Emerging growth company o
If an emerging growth company, indicate by check mark if the registrant has elected not to use the extended transition period for complying with any new or revised financial accounting standards provided pursuant to Section 13(a) of the Exchange Act. ¨
Item 5.01 Changes in Control of Registrant
On April 17, 2021, East West Fund, LLC entered into an Agreement of Purchase and Sale Control Stock and Non-Affiliate Debt Agreement under which East West Fund, LLC purchased 20,000 shares each of Preferred A Shares of preferred stock. This gives East West Fund, LLC majority voting control of the corporation. Final closing of the purchase occurred on May 28, 2021.
Item 5.02 Departure of Directors or Certain Officers; Election of Directors; Appointment of Certain Officers
On May 28, 2021, Miro Zecevic resigned from all officer and director positions with the corporation and David He was hereby appointed as director, president, secretary and treasurer.

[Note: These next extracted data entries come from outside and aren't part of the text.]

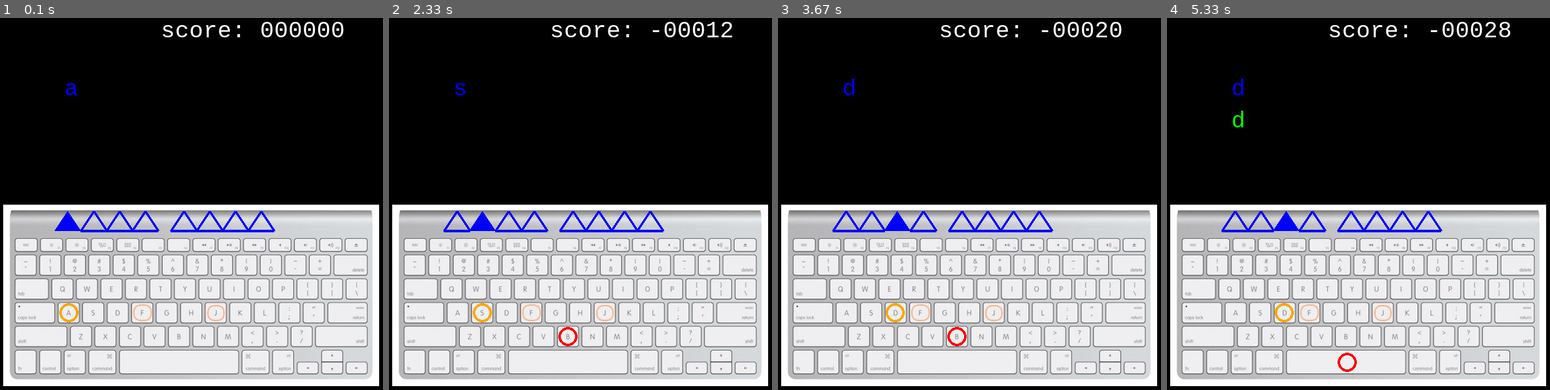
Above: before the commit, frames 1-4 (left to right).
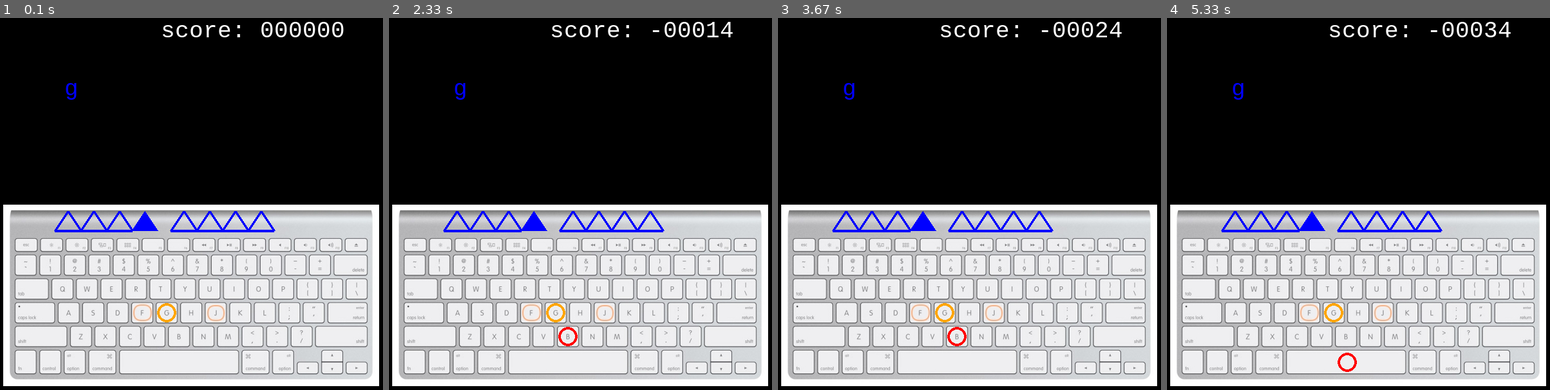
Above: after the commit, the same moments.

Repository: litdream/TypingGym
Game: pygame game, started from module_1.py
Two runs of this game, one before a commit and one after it. Both use one fixed random seed, a clock stepped at 60 frames per second and the inputs below.
Inputs:
- Up to frame 1 (0.1 s): no input
- Up to frame 2 (2.33 s): tap Enter at 0.33 s; hold D 0.67-1.13 s; tap Space at 0.73, 1.03, 1.23, 1.57, 1.87, 2.07 s; tap B at 0.82, 2.15 s; hold W 1.17-1.47 s; tap C at 1.32 s; hold D 1.5-1.97 s; hold A from 2 s (still down)
- Up to frame 3 (3.67 s): tap Space at 2.37, 2.63, 2.97, 3.27, 3.4 s; release A at 2.53 s; hold S 2.57-2.87 s; tap C at 2.72 s; hold A 2.9-3.3 s; hold W from 3.33 s (still down); tap B at 3.48 s
- Up to frame 4 (5.33 s): release W at 3.7 s; hold D 3.73-4.37 s; tap Space at 3.8, 4.1, 4.47, 4.87, 5.17 s; tap C at 3.88 s; hold S 4.4-4.77 s; hold A 4.8-5.27 s; tap B at 4.95 s; hold D from 5.3 s (still down)

The runs differ from the first frame. In frame 1, 0.6% of the frame differs, in the area x 14-47%, y 17-82%; in frame 2, 0.7%; in frame 3, 0.6%; in frame 4, 0.8%, in the area x 17-90%, y 1-82%.

Commit message:
level edge case.

Diff:
--- a/module_1.py
+++ b/module_1.py
@@ -164,6 +164,8 @@
         word_practice(words, wcnt)
         clap()
 
+    _lvl_player("abcdefghijklmnopqrstuvwxyz", all_words[11], 1, increment=11)
+
     _lvl_player("asdf", all_words[0], 5, 10, increment=1)
     _lvl_player("jkl;", all_words[1], 3, 20, increment=2)
     #_lvl_player("jkl;", all_words[1], 3, 30, increment=2)
@@ -176,6 +178,7 @@
     _lvl_player("tgbyhn", all_words[8], increment=9)
     _lvl_player("asdfjklqweruiopzxcvnm", all_words[9], 1, increment=10)
     _lvl_player("asdfjkltgbyhn", all_words[10], 2, increment=11)
+    _lvl_player("abcdefghijklmnopqrstuvwxyz", all_words[11], 2, increment=11)
 
     pygame.quit()
 
Not shown, changed: word-list.dat
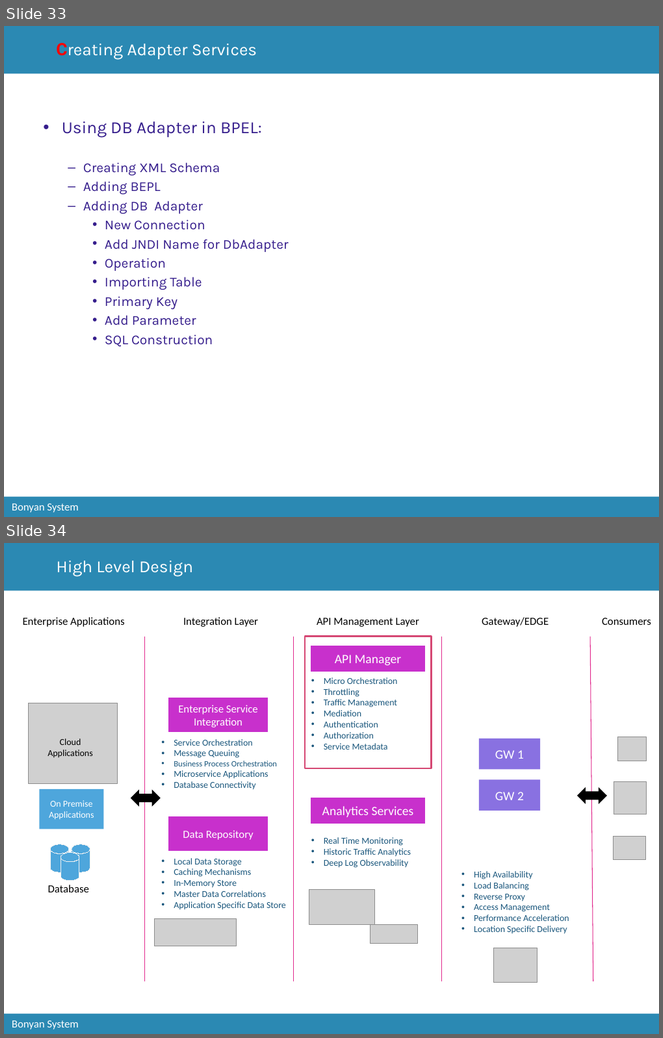
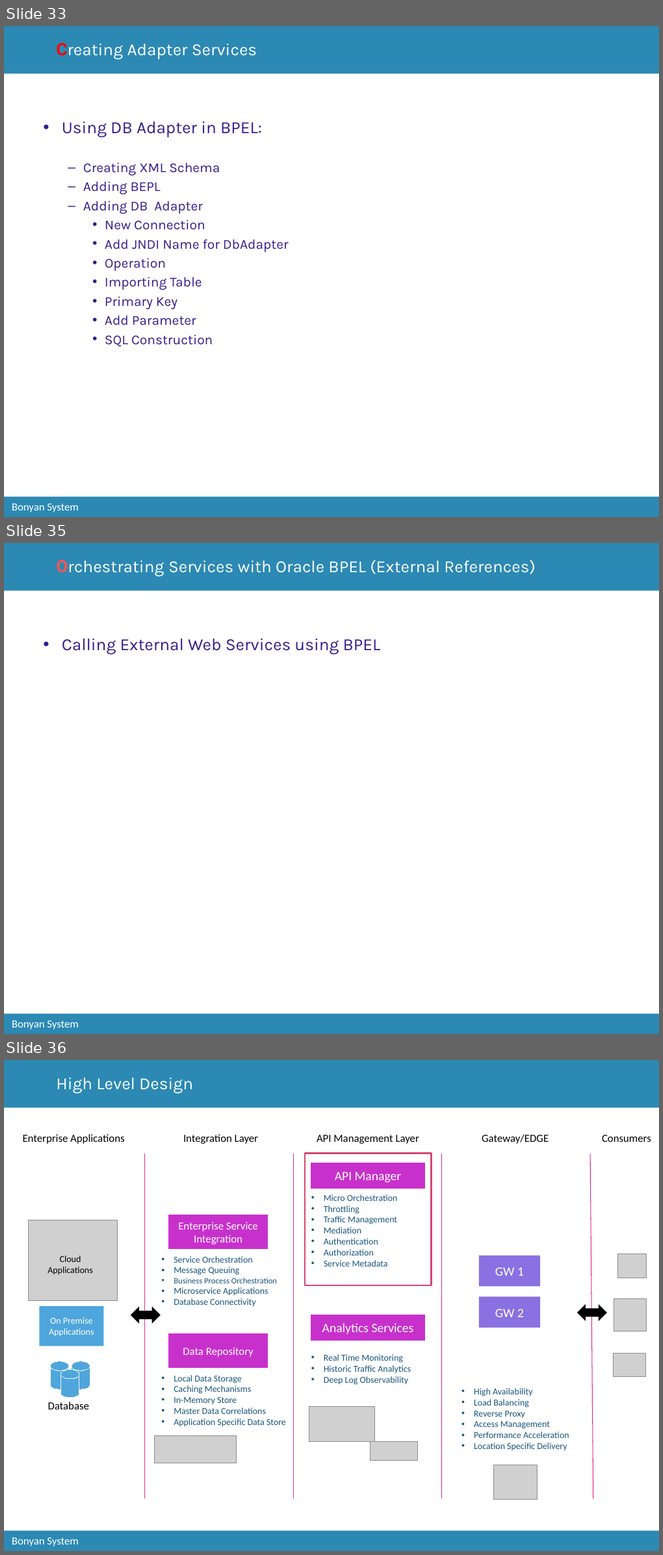
Before and after one commit to catcry/soaTraining, a slide deck: Presentation/soaTrainingPresentation.pptx. Shown one above the other, each under a label of ours: slides 33 and 34 before the commit, slides 33, 35 and 36 after it; the slides between them are not shown. The pictures are 663x1038 and 663x1555 pixels, drawn with LibreOffice and Linux fonts; fonts in the diff are those of the drawing; grey boxes stand for pictures; background and template pictures are left out. Boxes give left, top, right and bottom in pixels: in the first picture for what was removed or moved away, otherwise in the second. Text is boxed around its words. In the diff, an @@ line names an element or a change of style, - is before the commit and + after.

```diff
--- a/Presentation/soaTrainingPresentation.pptx
+++ b/Presentation/soaTrainingPresentation.pptx
@@ slide 35 added at (4, 543, 659, 1034), background #FFFFFF; not listed: 3 template elements that a slide beside it also shows @@
@@ title added at (56, 560, 536, 577), 18.8 pt, text #FFFFFF @@
+Orchestrating Services with Oracle BPEL (External References)
@@ text added at (62, 639, 381, 655), 18.8 pt, text #351D8C @@
+• Calling External Web Services using BPEL
@@ what was slide 34 is now slide 36 @@
```
Also in this commit, not shown: 2 slides changed, 1 other slide added.

Mr. David He, President, Director, Age 61
Mr. He Huijun, (61 years old) was born in Changsha, Hunan Province, China. Immigrated to the United States in 1996, 1977-1982, studied at Huazhong Institute of Technology, majored in mechanical manufacturing, obtained a bachelor's degree,1985-1996, engaged in mechanical manufacturing, obtained the title of engineer, non-ferrous metal import and export business, successively Salesman, Deputy Section Chief, Chief Section Chief, Division Chief, and General Manager. Came to the United States for 26 years, engaged in various jobs in real estate investment companies and fund management companies. He is currently the CEO of Nasdaq Pink, CLAD, and has many years of business management experience.
Item 9.01 Financial Statements and Exhibits
(d) Exhibits.
SIGNATURES
Pursuant to the requirements of the Securities Exchange Act of 1934, the Registrant has duly caused this report to be signed on its behalf by the undersigned hereunto duly authorized.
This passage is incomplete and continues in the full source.